Son como un secreto marfil, gélido y reluciente, dispuesto en su misterio a fragmentar. Crear con su presencia caótica las cicatrices de nuestro pasado y profanar la dulzura del olvido.

Son todo aquello que no se debe desear o recordar. Es el Saturno que devora a sus hijos, la pena de las omisiones irreparables. Una sempiterna lástima que se filtra entre las venas y la realidad.

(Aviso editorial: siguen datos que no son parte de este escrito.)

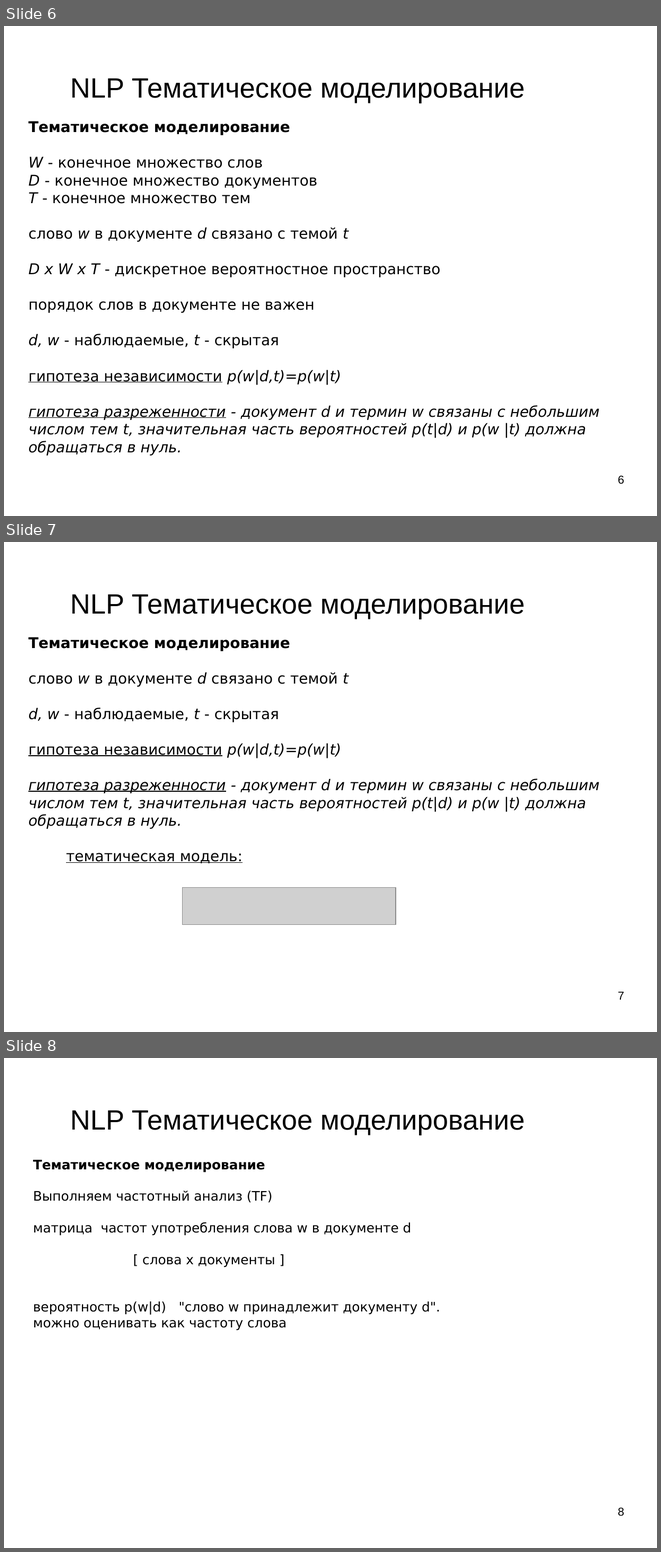
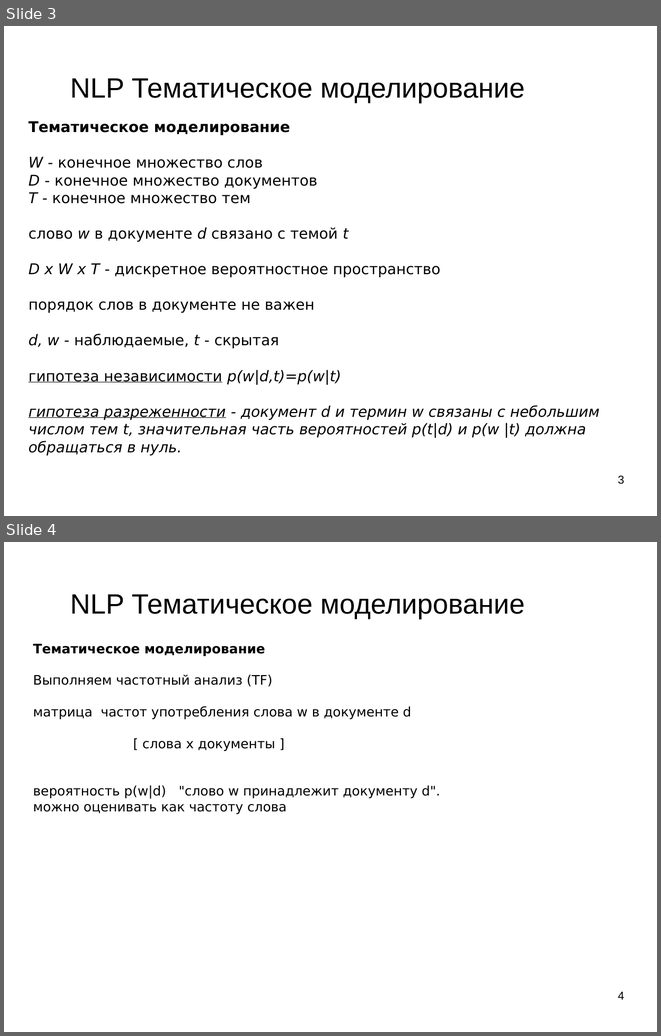
Before and after one commit to mechanoid5/ml_lectorium_2024_I, a slide deck: 25-topic-mod.odp. Shown one above the other, each under a label of ours: slides 6, 7 and 8 before the commit, slides 3 and 4 after it. The pictures are 661x1552 and 661x1036 pixels, drawn with LibreOffice and Linux fonts; fonts in the diff are those of the drawing; grey boxes stand for pictures; background and template pictures are left out. Boxes give left, top, right and bottom in pixels: in the first picture for what was removed or moved away, otherwise in the second. Text is boxed around its words. In the diff, an @@ line names an element or a change of style, - is before the commit and + after.

```diff
--- a/25-topic-mod.odp
+++ b/25-topic-mod.odp
@@ slide 7 removed at bbox=[4, 542, 657, 1032], background picture (left out) @@
@@ title removed at bbox=[70, 594, 525, 619] @@
-NLP Тематическое моделирование
@@ text removed at bbox=[28, 637, 600, 863] @@
-Тематическое моделирование
-слово w в документе d связано с темой t
-d, w - наблюдаемые, t - скрытая
-гипотеза независимости p(w|d,t)=p(w|t)
-гипотеза разреженности - документ d и термин w связаны с небольшим числом тем t, значительная часть вероятностей p(t|d) и p(w |t) должна обращаться в нуль.
-тематическая модель:
@@ picture removed at bbox=[183, 888, 396, 925] @@
@@ page number removed at bbox=[618, 991, 624, 999] @@
-7
@@ what was slide 6 is now slide 3 @@
@@ page number at bbox=[618, 475, 624, 484]: text changed @@
-6
+3
@@ what was slide 8 is now slide 4 @@
@@ page number at bbox=[618, 991, 624, 999]: text changed @@
-8
+4
```
Also in this commit, not shown: 3 other slides removed, 11 other files.

Así que resisto la tentación de pronunciar sus formas, sus historias, su manera de quemar cada trozo de cuerpo y volverte melancolía. El viejo hábito que tienen de aspirar a ser algo y desvanecerse en la nada, como aquellos ojos que no encuentran, como un mes de octubre cálido y el roce de pieles que jamás termina en caricia.

Se convierten en un maligno arrepentimiento, un gran predicador de hechos ficticios. Por eso las escondo en las esquinas de los armarios, a lado de los monstruos y las chaquetas de invierno. Las oculto cuando las horas se vuelven luminiscentes y diáfanas, temerosa de que en el susurro no pronunciado exista todavía el pecado. Que corrompan la vida con su injuriosa suciedad.

Así se apilan en los rincones como un recordatorio nebuloso, una remembranza apenas audible. Y cuentan entre el eco todo lo que no existe.